● **To do**:
Return all lines below containing the word "pptx".

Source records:
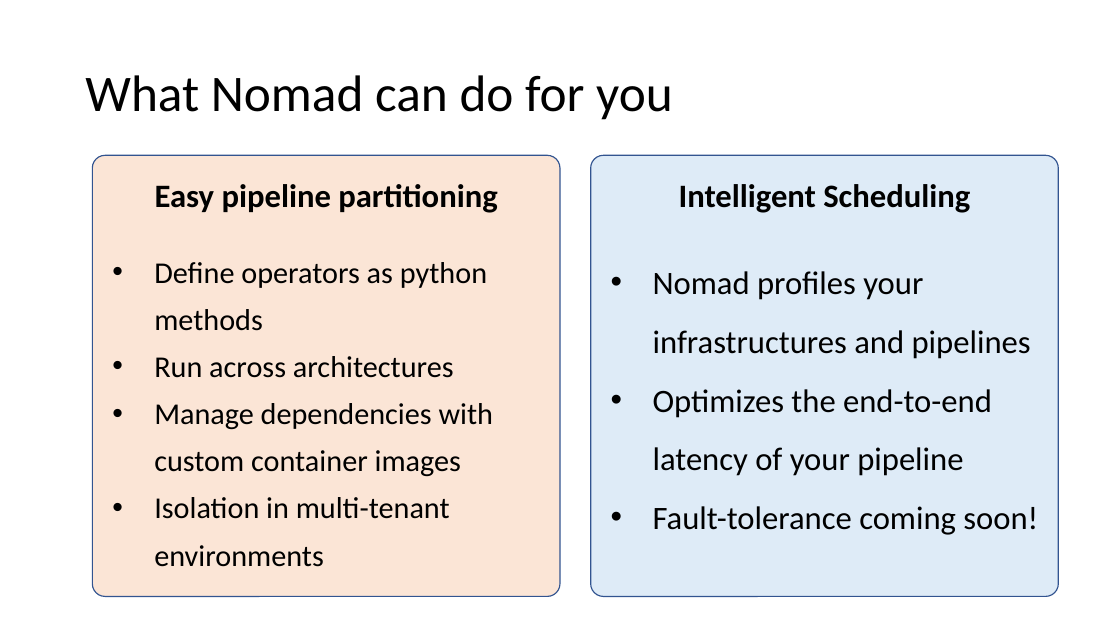
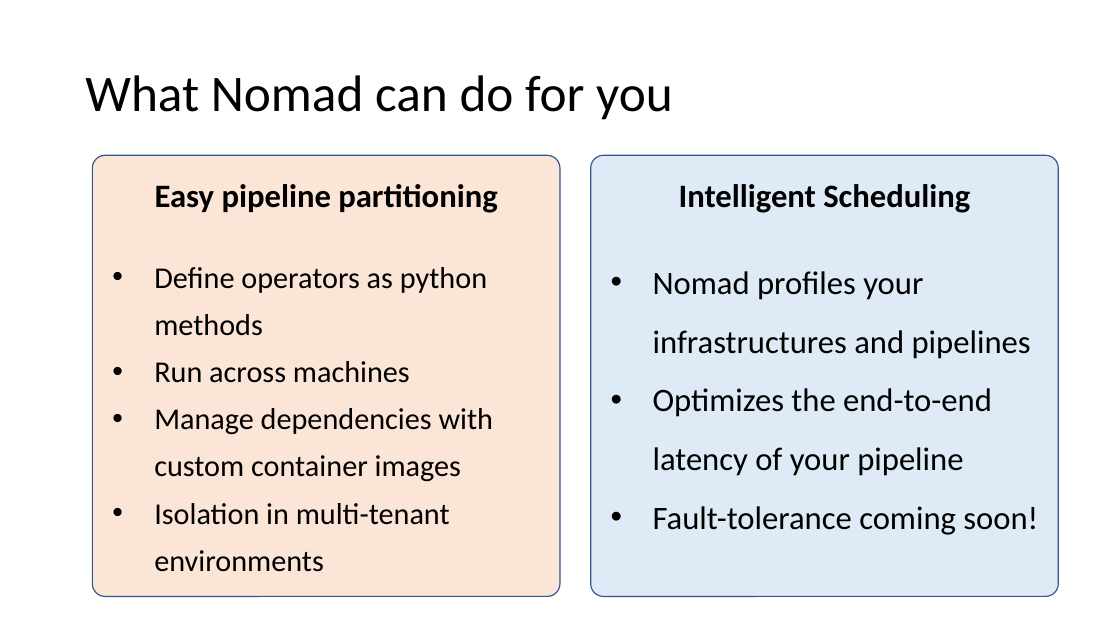
Before and after one commit to romilbhardwaj/nomad, a slide deck: slide 6 of tutorial/Nomad Bootcamp.pptx. Drawn at 1120x630 pixels with LibreOffice and Linux fonts; fonts in the diff are those of the drawing. Boxes give left, top, right and bottom in pixels: in the first picture for what was removed or moved away, otherwise in the second. Text is boxed around its words. In the diff, an @@ line names an element or a change of style, - is before the commit and + after.

```diff
--- a/tutorial/Nomad Bootcamp.pptx
+++ b/tutorial/Nomad Bootcamp.pptx
@@ text at box(154, 361, 410, 383): text changed @@
-• Run across architectures
+• Run across machines
```
Also in this commit, not shown: 7 other slides changed, 2 slides added, 3 slides removed, 8 other files.

● **Output of the task**:
Before and after one commit to romilbhardwaj/nomad, a slide deck: slide 6 of tutorial/Nomad Bootcamp.pptx. Drawn at 1120x630 pixels with LibreOffice and Linux fonts; fonts in the diff are those of the drawing. Boxes give left, top, right and bottom in pixels: in the first picture for what was removed or moved away, otherwise in the second. Text is boxed around its words. In the diff, an @@ line names an element or a change of style, - is before the commit and + after.
--- a/tutorial/Nomad Bootcamp.pptx
+++ b/tutorial/Nomad Bootcamp.pptx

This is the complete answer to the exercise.